Transplantation of MSCs after intestinal I/R injury, irrespective of a tissue source, significantly increases survival and mesenteric perfusion and at the same time limits intestinal damage and inflammation. Further studies are needed to identify the mechanism that these cells use to promote improved outcomes after injury.
间充质基质细胞(MSCs)移植可能是治疗肠道缺血的一种新方法。然而,尚未确定在损伤后能产生最大保护作用的最佳基质细胞来源。我们假设:(1)间充质基质细胞将提高存活率和肠系膜灌注,保留肠道组织学结构,并限制肠道缺血再灌注(I/R)损伤后的炎症反应;(2)从不同组织来源获取的间充质基质细胞在I/R损伤后对肠道具有同等的保护特性。

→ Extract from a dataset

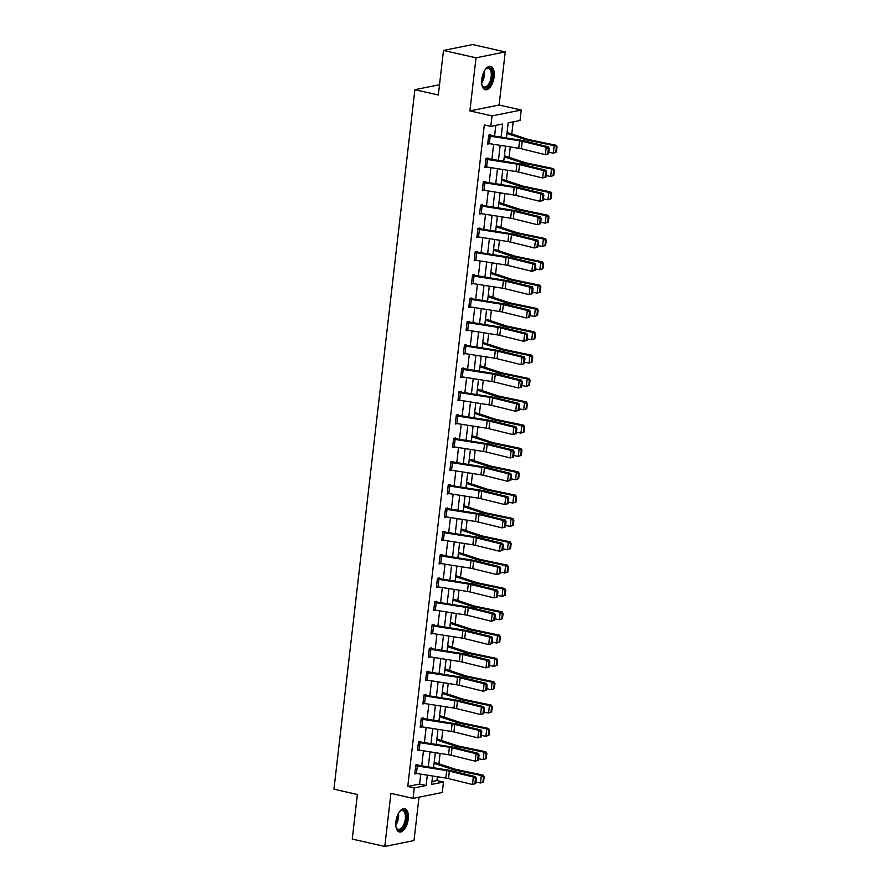 <?xml version="1.0" encoding="UTF-8"?>
<svg xmlns="http://www.w3.org/2000/svg" width="891" height="891" viewBox="0 0 891 891"><rect width="100%" height="100%" fill="white"/><g stroke="black" fill="none" stroke-linecap="round" stroke-linejoin="round"><path stroke-width="1.34" d="M408.223 819.085A11.951 5.869 102.8 0 0 404.714 808.672A11.951 5.869 102.8 0 0 395.916 821.569A11.951 5.869 102.8 0 0 399.424 831.982A11.951 5.869 102.8 0 0 408.223 819.085M494.115 76.815A11.951 5.869 102.8 0 0 490.596 66.391A11.951 5.869 102.8 0 0 481.797 79.288A11.951 5.869 102.8 0 0 485.317 89.713A11.951 5.869 102.8 0 0 494.115 76.815M431.968 781.563L436.969 780.549L443.484 782.031L442.27 792.5L413.056 798.381L414.27 787.922L426.11 785.528L427.312 775.17M439.519 84.723L414.883 89.69L333.947 789.192L357.391 794.505L352.235 839.066L384.789 846.45L413.992 840.558L419.015 797.189M414.883 89.69L438.327 95.003L443.484 50.442L472.687 44.55L505.242 51.934L476.028 57.815L469.891 110.907L492.021 115.919L521.235 110.027L520.021 120.497L508.182 122.891L506.433 137.971M469.891 110.907L499.094 105.015L505.242 51.934M499.094 105.015L521.235 110.027M436.969 780.549L437.403 776.752M438.907 763.821L440.109 753.43M441.602 740.499L442.805 730.097M444.308 717.166L445.511 706.775M447.004 693.844L448.206 683.453M449.699 670.511L450.902 660.12M452.405 647.189L453.608 636.798M455.101 623.867L456.303 613.465M457.796 600.534L458.999 590.143M460.502 577.212L461.705 566.81M463.197 553.879L464.4 543.488M465.893 530.557L467.096 520.155M468.599 507.224L469.802 496.833M471.294 483.902L472.497 473.5M473.99 460.569L475.193 450.178M476.696 437.247L477.899 426.856M479.391 413.914L480.594 403.523M482.087 390.592L483.29 380.201M484.793 367.27L485.996 356.868M487.488 343.937L488.691 333.546M490.184 320.615L491.387 310.213M492.89 297.282L494.093 286.891M495.585 273.96L496.788 263.558M498.281 250.627L499.483 240.236M500.987 227.305L502.19 216.903M503.682 203.972L504.885 193.581M506.378 180.65L507.58 170.259M509.084 157.317L510.287 146.926M511.779 133.995L513.183 121.878M443.484 50.442L476.028 57.815M501.132 137.136L502.658 124.005L490.818 126.388L484.303 124.907L407.766 786.441L419.605 784.058L420.752 774.145M421.699 765.937L423.448 750.823M424.394 742.615L426.143 727.49M427.101 719.282L428.849 704.168M429.796 695.96L431.545 680.835M432.491 672.627L434.24 657.513M435.198 649.305L436.946 634.18M437.893 625.972L439.642 610.858M440.588 602.65L442.337 587.525M443.295 579.328L445.043 564.203M445.99 555.995L447.739 540.87M448.685 532.673L450.434 517.548M451.392 509.34L453.14 494.227M454.087 486.018L455.836 470.894M456.782 462.685L458.531 447.572M459.489 439.363L461.237 424.239M462.184 416.03L463.933 400.917M464.879 392.708L466.628 377.584M467.586 369.375L469.334 354.262M470.281 346.053L472.03 330.929M472.976 322.731L474.725 307.607M475.683 299.398L477.431 284.274M478.378 276.076L480.126 260.952M481.073 252.743L482.822 237.63M483.78 229.421L485.528 214.297M486.475 206.088L488.223 190.975M489.17 182.766L490.919 167.642M491.877 159.433L493.625 144.32M494.572 136.111L495.819 125.375M488.624 135.866L488.647 135.877A5.368 1.002 6.6 0 0 490.184 136.167L519.587 140.778A7.663 1.437 -173.4 0 1 522.237 141.29L546.216 147.204L548.422 146.859L524.443 140.956A11.494 2.15 6.6 0 0 520.467 140.165L491.064 135.566L490.685 134.719L488.714 135.12L487.678 144.097L489.616 143.685M487.9 158.798L487.99 158.052L486.018 158.453L484.971 167.419L486.943 167.018M485.205 182.12L485.283 181.374L483.312 181.775L482.276 190.752L484.214 190.34M482.499 205.453L482.588 204.707L480.617 205.108L479.581 214.074L481.552 213.673M477.832 229.176L477.854 229.187A5.368 1.002 6.6 0 0 479.391 229.477L508.794 234.077A7.663 1.437 -173.4 0 1 511.445 234.6L535.424 240.514L537.629 240.169L513.639 234.255A11.494 2.15 6.6 0 0 509.674 233.475L479.826 228.787L479.893 228.029L477.91 228.43L476.874 237.407L478.823 236.995M475.126 252.509L475.159 252.509A5.368 1.002 6.6 0 0 476.685 252.799L506.099 257.41A7.663 1.437 -173.4 0 1 508.739 257.933L532.718 263.836L534.923 263.491L510.944 257.588A11.494 2.15 6.6 0 0 506.968 256.797L477.565 252.198L477.186 251.362L475.215 251.752L474.179 260.729L476.15 260.328M474.402 275.43L474.491 274.684L472.52 275.085L471.484 284.051L473.422 283.65M469.735 299.153L469.757 299.164A5.368 1.002 6.6 0 0 471.294 299.454L500.697 304.065A7.663 1.437 -173.4 0 1 503.348 304.588L527.327 310.491L529.532 310.146L505.542 304.243A11.494 2.15 6.6 0 0 501.577 303.452L472.174 298.853L471.796 298.017L469.813 298.407L468.777 307.384L470.749 306.983M469.011 322.085L469.089 321.339L467.118 321.74L466.082 330.706L468.053 330.305M464.334 345.808L464.356 345.819A5.368 1.002 6.6 0 0 465.893 346.109L495.296 350.72A7.663 1.437 -173.4 0 1 497.946 351.243L521.926 357.146L524.131 356.801L500.152 350.898A11.494 2.15 6.6 0 0 496.176 350.107L466.773 345.508L466.394 344.672L464.423 345.062L463.387 354.039L465.325 353.627M463.61 368.74L463.699 367.994L461.716 368.395L460.68 377.361L462.652 376.971M458.932 392.463L458.965 392.474A5.368 1.002 6.6 0 0 460.491 392.764L489.905 397.375A7.663 1.437 -173.4 0 1 492.545 397.887L516.524 403.801L518.729 403.456L494.75 397.553A11.494 2.15 6.6 0 0 490.774 396.762L461.371 392.163L460.992 391.316L459.021 391.717L457.985 400.694L459.923 400.282M458.208 415.395L458.297 414.649L456.326 415.05L455.29 424.016L457.261 423.615M453.541 439.118L453.564 439.129A5.368 1.002 6.6 0 0 455.101 439.419L484.504 444.019A7.663 1.437 -173.4 0 1 487.154 444.542L511.133 450.456L513.339 450.111L489.348 444.208A11.494 2.15 6.6 0 0 485.383 443.417L455.535 438.728L455.602 437.971L453.619 438.372L452.583 447.349L454.533 446.937M452.817 462.05L452.895 461.304L450.924 461.705L449.888 470.671L451.86 470.27M448.14 485.773L448.162 485.784A5.368 1.002 6.6 0 0 449.699 486.074L479.102 490.674A7.663 1.437 -173.4 0 1 481.753 491.197L505.732 497.111L507.937 496.766L483.958 490.852A11.494 2.15 6.6 0 0 479.982 490.072L450.144 485.383L450.2 484.626L448.229 485.027L447.193 494.004L449.131 493.592M447.416 508.705L447.505 507.959L445.522 508.349L444.486 517.326L446.458 516.925M442.738 532.428L442.771 532.439A5.368 1.002 6.6 0 0 444.297 532.729L473.7 537.329A7.663 1.437 -173.4 0 1 476.351 537.852L500.33 543.766L502.535 543.421L478.556 537.507A11.494 2.15 6.6 0 0 474.58 536.727L444.743 532.038L444.798 531.281L442.827 531.682L441.791 540.648L443.729 540.247M442.014 555.36L442.103 554.614L440.132 555.004L439.096 563.981L441.067 563.58M438.907 579.384L438.038 586.857A5.368 1.002 6.6 0 1 436.501 586.568L437.37 579.083A5.368 1.002 6.6 0 0 438.907 579.384L468.31 583.984A7.663 1.437 -173.4 0 1 470.949 584.507L494.939 590.421L497.133 590.076L473.154 584.162A11.494 2.15 6.6 0 0 469.189 583.382L439.341 578.693L439.408 577.936L437.425 578.337L436.39 587.303L438.339 586.902M434.641 602.405L434.674 602.416A5.368 1.002 6.6 0 0 436.2 602.706L465.603 607.317A7.663 1.437 -173.4 0 1 468.254 607.84L492.233 613.743L494.438 613.398L470.459 607.495A11.494 2.15 6.6 0 0 466.483 606.704L437.08 602.104L436.701 601.269L434.73 601.659L433.694 610.636L435.666 610.235M433.917 625.337L434.006 624.591L432.035 624.992L430.999 633.958L432.937 633.557M429.25 649.06L429.273 649.071A5.368 1.002 6.6 0 0 430.81 649.361L460.213 653.972A7.663 1.437 -173.4 0 1 462.852 654.495L486.842 660.398L489.036 660.053L465.057 654.15A11.494 2.15 6.6 0 0 461.093 653.359L431.678 648.759L431.311 647.913L429.328 648.314L428.293 657.291L430.264 656.89M428.526 671.992L428.604 671.246L426.633 671.647L425.597 680.613L427.535 680.212M423.849 695.715L423.871 695.726A5.368 1.002 6.6 0 0 425.408 696.016L454.811 700.616A7.663 1.437 -173.4 0 1 457.462 701.139L481.441 707.053L483.646 706.708L459.667 700.805A11.494 2.15 6.6 0 0 455.691 700.014L425.853 695.325L425.909 694.568L423.938 694.969L422.902 703.946L424.84 703.534M423.125 718.647L423.214 717.901L421.231 718.302L420.196 727.268L422.167 726.867M418.447 742.37L418.48 742.381A5.368 1.002 6.6 0 0 420.006 742.671L449.409 747.271A7.663 1.437 -173.4 0 1 452.06 747.794L476.039 753.708L478.244 753.363L454.265 747.449A11.494 2.15 6.6 0 0 450.289 746.669L420.452 741.98L420.507 741.223L418.536 741.624L417.5 750.601L419.438 750.189M417.723 765.302L417.812 764.556L415.841 764.946L414.805 773.923L416.776 773.522M413.056 798.381L390.926 793.369L384.789 846.45M407.766 786.441L414.27 787.922M490.818 126.388L492.021 115.919M432.614 776.005L431.634 784.414L443.484 782.031M505.487 146.18L503.738 161.293M502.791 169.502L501.043 184.626M500.085 192.835L498.336 207.948M497.39 216.157L495.641 231.281M494.694 239.479L492.935 254.603M491.988 262.812L490.239 277.936M489.293 286.134L487.544 301.258M486.597 309.467L484.838 324.58M483.891 332.788L482.142 347.913M481.196 356.122L479.447 371.235M478.5 379.443L476.741 394.568M475.794 402.777L474.045 417.89M473.099 426.098L471.35 441.223M470.403 449.432L468.644 464.545M467.697 472.753L465.948 487.878M465.002 496.075L463.253 511.2M462.306 519.408L460.547 534.533M459.6 542.73L457.851 557.855M456.905 566.063L455.156 581.177M454.21 589.385L452.45 604.51M451.503 612.718L449.755 627.832M448.808 636.04L447.059 651.165M446.113 659.373L444.353 674.487M443.406 682.695L441.658 697.82M440.711 706.028L438.962 721.142M438.016 729.35L436.256 744.475M435.309 752.672L433.561 767.797M428.259 766.973L430.008 751.848M430.954 743.64L432.714 728.515M433.661 720.318L435.409 705.193M436.356 696.985L438.105 681.871M439.063 673.663L440.811 658.538M441.758 650.33L443.506 635.216M444.453 627.008L446.202 611.883M447.159 603.675L448.908 588.561M449.855 580.353L451.603 565.228M452.55 557.02L454.299 541.906M455.256 533.698L457.005 518.573M457.952 510.376L459.7 495.251M460.647 487.043L462.396 471.918M463.353 463.721L465.102 448.596M466.049 440.388L467.797 425.263M468.744 417.066L470.493 401.941M471.45 393.733L473.199 378.619M474.146 370.411L475.894 355.286M476.841 347.078L478.59 331.964M479.547 323.756L481.296 308.631M482.243 300.423L483.991 285.309M484.938 277.101L486.686 261.976M487.644 253.768L489.393 238.654M490.34 230.446L492.088 215.321M493.035 207.124L494.783 191.999M495.741 183.791L497.49 168.666M498.437 160.469L500.185 145.344M419.605 784.058L426.11 785.528M490.629 135.477L488.892 135.087M548.633 153.72L545.348 154.678L546.216 147.204L548.366 148.619L547.753 153.853L548.633 153.72L549.246 148.485L548.366 148.619M488.647 135.877L487.789 143.351A5.368 1.002 6.6 0 0 489.315 143.64L518.729 148.251A7.663 1.437 -173.4 0 1 521.369 148.775L545.348 154.678L547.753 153.853M549.246 148.485L548.422 146.859M556.441 152.105L557.053 146.87L556.352 147.048L555.75 152.283L556.441 152.105L553.333 153.174L548.811 152.227M555.75 152.283L553.333 153.174L554.202 145.69L528.018 140.232A11.494 2.15 -173.4 0 1 524.587 139.341L506.957 133.505M556.352 147.048L554.202 145.69L555.939 145.244L557.053 146.87M507.068 132.458A5.368 1.002 -173.4 0 1 507.681 132.636L527.472 139.185A7.663 1.437 6.6 0 0 529.755 139.776L555.939 145.244M485.138 69.754A10.347 5.079 -77.2 0 1 485.261 69.609A10.347 5.079 -77.2 0 1 486.007 68.852A10.347 5.079 -77.2 0 1 492.211 72.438A10.347 5.079 -77.2 0 1 488.569 86.015A10.347 5.079 -77.2 0 1 482.231 85.514A10.347 5.079 -77.2 0 1 481.831 84.322M482.087 85.135A9.578 4.7 102.8 0 0 484.147 87.006A9.578 4.7 102.8 0 0 487.789 85.269A9.578 4.7 102.8 0 0 491.297 75.256A9.578 4.7 102.8 0 0 488.379 68.329A9.578 4.7 102.8 0 0 485.718 69.13M484.615 89.456A11.873 5.825 102.8 0 0 488.814 87.229A11.873 5.825 102.8 0 0 493.146 75.145A11.873 5.825 102.8 0 0 489.85 66.324M399.257 812.035A10.347 5.079 -77.2 0 1 400.126 811.122A10.347 5.079 -77.2 0 1 406.352 819.018A10.347 5.079 -77.2 0 1 401.908 829.076A10.347 5.079 -77.2 0 1 396.35 827.795A10.347 5.079 -77.2 0 1 395.949 826.603M396.205 827.416A9.578 4.7 102.8 0 0 398.255 829.287A9.578 4.7 102.8 0 0 405.316 818.952A9.578 4.7 102.8 0 0 402.498 810.598A9.578 4.7 102.8 0 0 399.825 811.4M398.723 831.726A11.873 5.825 102.8 0 0 407.142 818.862A11.873 5.825 102.8 0 0 403.968 808.605M485.06 166.673L485.951 159.199A5.368 1.002 6.6 0 0 487.488 159.489L516.891 164.1A7.663 1.437 -173.4 0 1 519.542 164.623L543.521 170.526L545.726 170.192L521.736 164.278A11.494 2.15 6.6 0 0 517.771 163.499L486.196 158.409M545.938 177.042L542.652 178.011L543.521 170.526L545.66 171.952L545.058 177.175L545.938 177.042L546.539 171.807L545.66 171.952M485.083 166.684A5.368 1.002 6.6 0 0 486.62 166.973L516.023 171.573A7.663 1.437 -173.4 0 1 518.673 172.097L542.652 178.011L545.058 177.175M546.539 171.807L545.726 170.192M483.223 182.521L483.256 182.532A5.368 1.002 6.6 0 0 484.782 182.822L514.196 187.422A7.663 1.437 -173.4 0 1 516.836 187.945L540.815 193.859L543.02 193.514L519.041 187.611A11.494 2.15 6.6 0 0 515.076 186.82L483.501 181.742M543.243 200.375L539.957 201.333L540.815 193.859L542.964 195.274L542.363 200.508L543.243 200.375L543.844 195.14L542.964 195.274M483.256 182.532L482.387 190.006A5.368 1.002 6.6 0 0 483.924 190.295L513.327 194.906A7.663 1.437 -173.4 0 1 515.978 195.43L539.957 201.333L542.363 200.508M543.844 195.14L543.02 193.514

成年雄性小鼠麻醉后行中线剖腹术。取出内脏,确定小肠肠系膜根部,使用激光多普勒成像测定基线肠道灌注。用无损伤夹暂时夹闭肠系膜上动脉60分钟建立肠道缺血模型。缺血后移除夹子,让肠道恢复。在关闭腹腔前,将2×10⁶人脐带间充质基质细胞、骨髓间充质基质细胞或角质形成细胞溶于250μL磷酸盐缓冲盐水载体中注入腹腔。动物恢复12或24小时(用于灌注、组织学和炎症研究)或7天(用于存活研究)。使用对数秩检验分析存活数据。灌注以基线的百分比表示,12小时和24小时的数据使用单因素方差分析和Student t检验进行分析。非参数数据使用Mann-Whitney U检验进行比较。P值<0.05被认为具有统计学意义。
所有间充质基质细胞均提高了I/R损伤后的7天存活率,且优于载体和角质形成细胞(P<0.05)。在损伤后12小时和24小时,所有间充质基质细胞均比载体更能增加肠系膜灌注(P<0.05)。在损伤后24小时,与角质形成细胞相比,所有间充质基质细胞均提供了更好的灌注(P<0.05)。每种间充质基质细胞系给药后均改善了I/R损伤后的肠道组织学(P<0.05)。应用间充质基质细胞后多种促炎趋化因子下调,提示间充质基质细胞治疗后炎症反应降低。
肠道I/R损伤后移植间充质基质细胞,无论组织来源如何,均能显著提高存活率和肠系膜灌注,同时限制肠道损伤和炎症。需要进一步研究以确定这些细胞在损伤后促进改善预后所采用的机制。